Brief - Your answer should repeat every line of the records below in which the word "game" appears.

*** Information supplied Section Begins ***

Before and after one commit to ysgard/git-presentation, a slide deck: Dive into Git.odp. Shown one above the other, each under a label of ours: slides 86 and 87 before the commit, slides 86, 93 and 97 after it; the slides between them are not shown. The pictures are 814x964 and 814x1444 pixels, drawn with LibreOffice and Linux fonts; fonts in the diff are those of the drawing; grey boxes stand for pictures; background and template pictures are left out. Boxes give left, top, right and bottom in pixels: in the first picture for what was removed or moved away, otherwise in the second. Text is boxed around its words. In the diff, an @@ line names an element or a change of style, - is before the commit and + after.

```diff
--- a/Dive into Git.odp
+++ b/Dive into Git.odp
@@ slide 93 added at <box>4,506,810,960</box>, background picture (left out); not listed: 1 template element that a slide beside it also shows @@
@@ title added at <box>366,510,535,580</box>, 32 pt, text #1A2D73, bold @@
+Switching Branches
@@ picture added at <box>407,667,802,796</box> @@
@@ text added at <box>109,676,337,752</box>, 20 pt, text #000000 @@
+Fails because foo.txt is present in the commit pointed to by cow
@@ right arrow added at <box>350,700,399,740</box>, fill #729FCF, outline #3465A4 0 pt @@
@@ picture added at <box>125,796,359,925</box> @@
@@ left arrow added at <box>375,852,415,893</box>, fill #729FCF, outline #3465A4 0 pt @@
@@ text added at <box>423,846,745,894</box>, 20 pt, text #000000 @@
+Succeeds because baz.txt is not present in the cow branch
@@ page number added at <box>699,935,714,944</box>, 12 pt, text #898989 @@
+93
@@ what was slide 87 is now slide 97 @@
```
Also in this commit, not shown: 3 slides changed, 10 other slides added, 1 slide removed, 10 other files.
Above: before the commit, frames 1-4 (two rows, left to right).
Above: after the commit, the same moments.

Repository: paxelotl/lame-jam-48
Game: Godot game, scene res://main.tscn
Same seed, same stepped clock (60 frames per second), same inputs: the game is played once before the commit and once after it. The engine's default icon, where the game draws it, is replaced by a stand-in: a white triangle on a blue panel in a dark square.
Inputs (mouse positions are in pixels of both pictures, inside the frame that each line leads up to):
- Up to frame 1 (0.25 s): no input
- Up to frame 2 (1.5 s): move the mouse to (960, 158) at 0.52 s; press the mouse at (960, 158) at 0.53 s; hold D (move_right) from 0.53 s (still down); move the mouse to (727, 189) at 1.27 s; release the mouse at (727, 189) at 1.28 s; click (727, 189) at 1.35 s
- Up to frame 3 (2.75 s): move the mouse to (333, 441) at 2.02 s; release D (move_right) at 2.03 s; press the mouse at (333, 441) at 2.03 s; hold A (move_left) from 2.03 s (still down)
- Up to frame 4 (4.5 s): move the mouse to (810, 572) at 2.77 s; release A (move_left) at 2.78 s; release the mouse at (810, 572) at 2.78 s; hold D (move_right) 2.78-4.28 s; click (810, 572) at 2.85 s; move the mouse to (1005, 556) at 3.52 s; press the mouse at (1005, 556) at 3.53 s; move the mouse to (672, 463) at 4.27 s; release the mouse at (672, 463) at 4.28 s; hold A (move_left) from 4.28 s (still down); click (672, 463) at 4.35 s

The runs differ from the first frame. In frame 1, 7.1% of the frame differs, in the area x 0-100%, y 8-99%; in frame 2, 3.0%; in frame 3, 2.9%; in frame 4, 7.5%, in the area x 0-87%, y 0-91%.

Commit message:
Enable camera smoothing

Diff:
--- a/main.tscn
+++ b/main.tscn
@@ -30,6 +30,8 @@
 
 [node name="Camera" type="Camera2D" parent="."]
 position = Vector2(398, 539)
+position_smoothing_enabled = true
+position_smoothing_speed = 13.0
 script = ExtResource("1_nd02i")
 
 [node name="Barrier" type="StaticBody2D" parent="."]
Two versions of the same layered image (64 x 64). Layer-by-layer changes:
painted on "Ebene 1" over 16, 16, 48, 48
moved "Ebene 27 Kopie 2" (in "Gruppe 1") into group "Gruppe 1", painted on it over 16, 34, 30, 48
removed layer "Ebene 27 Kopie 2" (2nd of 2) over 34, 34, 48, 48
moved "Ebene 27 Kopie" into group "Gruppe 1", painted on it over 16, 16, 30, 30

*** Information supplied Section Ends ***

Solution for this task -
Game: Godot game, scene res://main.tscn
Same seed, same stepped clock (60 frames per second), same inputs: the game is played once before the commit and once after it. The engine's default icon, where the game draws it, is replaced by a stand-in: a white triangle on a blue panel in a dark square.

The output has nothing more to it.